JONAS: I was struck at the governor’s press conference by his focus on the economic development impact of this. He had said earlier that he didn’t want to talk about this as part of the state budget. I detect a conscious effort to show we are not groveling for revenue to fund the needs of government. He wrapped in the casino plan yesterday with his initiatives in life sciences and ed reform. He suggested they are all part of an effort to promote economic vitality. Does that add up?

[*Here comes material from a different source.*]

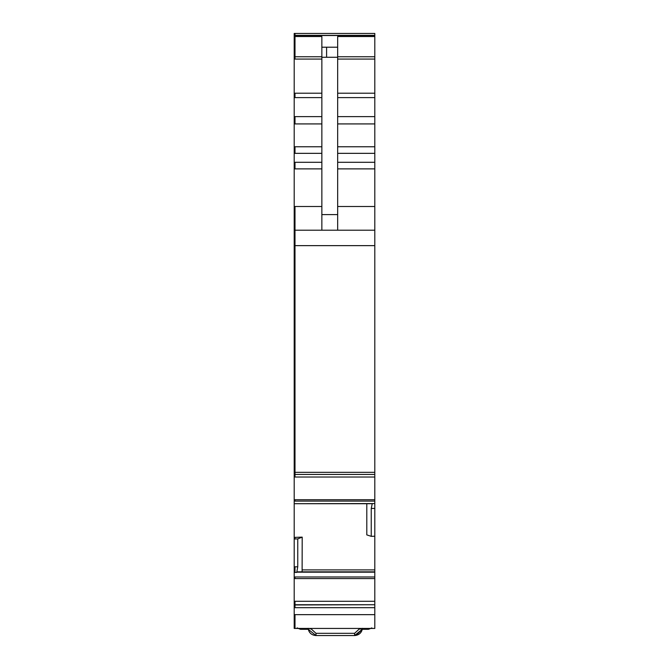 <?xml version="1.0" encoding="UTF-8"?>
<svg xmlns="http://www.w3.org/2000/svg" width="669" height="669" viewBox="0 0 669 669"><rect width="100%" height="100%" fill="white"/><g stroke="black" fill="none" stroke-linecap="round" stroke-linejoin="round"><path stroke-width="1" d="M374.799 33.45L374.799 35.516L294.996 35.516L294.996 33.45L374.799 33.45L294.201 33.45L294.201 474.43L374.799 474.43L374.799 472.331L294.201 472.331M294.201 614.652L294.201 628.442L374.799 628.442L374.799 607.678L294.201 607.678L294.201 614.652L374.799 614.652M294.201 566.81L294.201 537.383L302.204 537.132L297.755 538.896L297.755 566.81L294.201 566.81L294.201 601.28L294.996 601.28L294.996 604.734L374.799 604.734L294.201 604.96L294.201 607.678M294.201 604.96L294.201 601.28M294.201 537.383L294.201 503.69L372.056 503.707M294.201 474.187L294.201 503.69L372.265 503.565L371.245 508.432L371.245 536.337L374.799 536.22L374.799 508.432L371.245 508.432M321.856 206.495L294.996 206.495L294.996 230.203L374.799 230.203L374.799 472.331M374.799 245.632L294.996 245.632L294.996 230.203L294.201 230.203M374.799 35.516L374.799 230.203M294.996 474.43L294.996 477.022L374.799 477.022L374.799 474.43L294.996 474.43L294.996 245.632L294.201 245.632M374.799 477.022L374.799 508.432M366.796 503.707L366.796 534.891L371.245 536.337M302.204 537.132L302.112 571.853M297.755 566.81L296.735 572.413L297.672 571.861L374.799 571.861L374.799 536.22M297.688 571.853L374.799 571.853L374.799 604.734M374.799 604.96L374.799 607.678M294.201 36.536L321.856 36.536L321.856 214.598L337.661 214.598L337.661 36.536L374.799 36.536M294.996 537.383L294.996 538.988L294.201 538.988M297.755 538.896L294.996 538.988M337.661 230.203L337.661 214.598M321.856 230.203L321.856 214.598M354.587 633.326L354.587 635.55C359.069 635.174 361.695 632.765 362.464 628.333C361.737 632.732 359.111 635.132 354.587 635.55L315.994 635.55L315.994 633.326L354.587 633.326L359.312 629.002A3.161 0.937 5 0 0 362.431 628.442M311.219 628.442L311.269 629.002L308.116 628.333C308.844 632.732 311.47 635.132 315.994 635.55C311.511 635.174 308.886 632.765 308.116 628.333M297.17 627.907L300.523 629.295L308.258 629.295L315.994 635.55L308.267 629.295L315.994 635.55L308.258 629.295L300.523 629.295L297.412 628.132M371.83 627.907L368.477 629.295L362.314 629.295L354.587 635.55L362.314 629.295L356.033 635.416L362.314 629.295L368.477 629.295L371.588 628.132M374.799 206.495L337.661 206.495M374.799 168.881L337.661 168.881M374.799 162.299L337.661 162.299M374.799 153.343L337.661 153.343M374.799 146.762L337.661 146.762M374.799 123.924L337.661 123.924M374.799 116.623L337.661 116.623M374.799 97.599L337.661 97.599M294.996 474.413L294.201 474.413M294.996 477.022L294.201 477.022M374.799 499.71L294.201 499.71M294.996 499.71L294.996 501.098L374.799 501.098M294.996 501.098L294.201 501.098M374.799 503.565L372.265 503.565M302.204 569.904L374.799 569.904M296.944 572.12L374.799 572.12M296.877 572.187L374.799 572.187M294.996 566.81L294.996 572.413L294.201 572.413M374.799 576.987L294.201 576.987M294.996 572.413L296.735 572.413M294.996 576.987L294.996 578.593L374.799 578.593M294.996 578.593L294.201 578.593M294.996 601.28L374.799 601.28M294.996 604.734L294.201 604.734M294.996 604.96L294.996 607.678M294.996 614.652L294.996 628.442M337.661 47.215L321.856 47.215M294.996 35.516L294.201 35.516M374.799 56.773L337.661 56.773M374.799 59.073L337.661 59.073M374.799 93.217L337.661 93.217M294.996 36.536L294.996 56.773L294.201 56.773M321.856 56.773L294.996 56.773L294.996 59.073L294.201 59.073M294.201 93.217L321.856 93.217M294.996 59.073L321.856 59.073M294.996 93.217L294.996 97.599L294.201 97.599M294.201 116.623L321.856 116.623M294.996 97.599L321.856 97.599M294.996 116.623L294.996 123.924L294.201 123.924M294.201 146.762L321.856 146.762M294.996 123.924L321.856 123.924M294.996 146.762L294.996 153.343L294.201 153.343M294.201 162.299L321.856 162.299M294.996 153.343L321.856 153.343M294.996 162.299L294.996 168.881L294.201 168.881M294.996 168.881L321.856 168.881M294.996 206.495L294.201 206.495M372.073 503.707L294.201 503.707M326.597 47.215L326.597 57.266L321.856 57.266M326.597 57.266L337.661 57.266M315.994 633.326L311.269 629.002M359.312 629.002L359.362 628.442M294.201 35.348L374.799 35.348"/></g></svg>

BOSLEY: It doesn’t for me. I have been looking at this for 11 years. I am a liberal Democrat. I love to spend money. I’d love to say this is a painless way to get revenue. It’s not. If you put something big in an area and plop it down, people will go there. Clyde Barrow (UMass Dartmouth) said there is $1.5 billion in revenues. There’s not a billion and a half dollars sitting in people’s pockets. It’s being spent elsewhere in the economy. It takes revenue from other things. There is only so much revenue in the economy. It alters people’s economic activity. I grew up in the Berkshires. In Connecticut, you used to talk about building boats along the coastline. Now it’s about gambling, it’s Mohegan Sun and Foxwoods. It does change economic activity and it does redirect things and we have so many cultural institutions and facilities and tourism opportunities and this does redirect activity. Every other state that has done this, bar none, has started with limits. Illinois put riverboats in. They restricted how many people could go out. No ATM’s. Maximum bets. Then they put ATM’s in and took off the $5 limit on games and the $500 limit and then they just anchored them. It continues to grow no matter where it is. New York was told $400 per day per machine for slots at the tracks so they put them in. Now they get $112 to $193 per day per machine. They said what’s up? The gambling interests said your tax is too high and we need more machines. They had just started this. That takes more money out of your economy. It sucks the oxygen out of investments in other things. It’s really the tipping point.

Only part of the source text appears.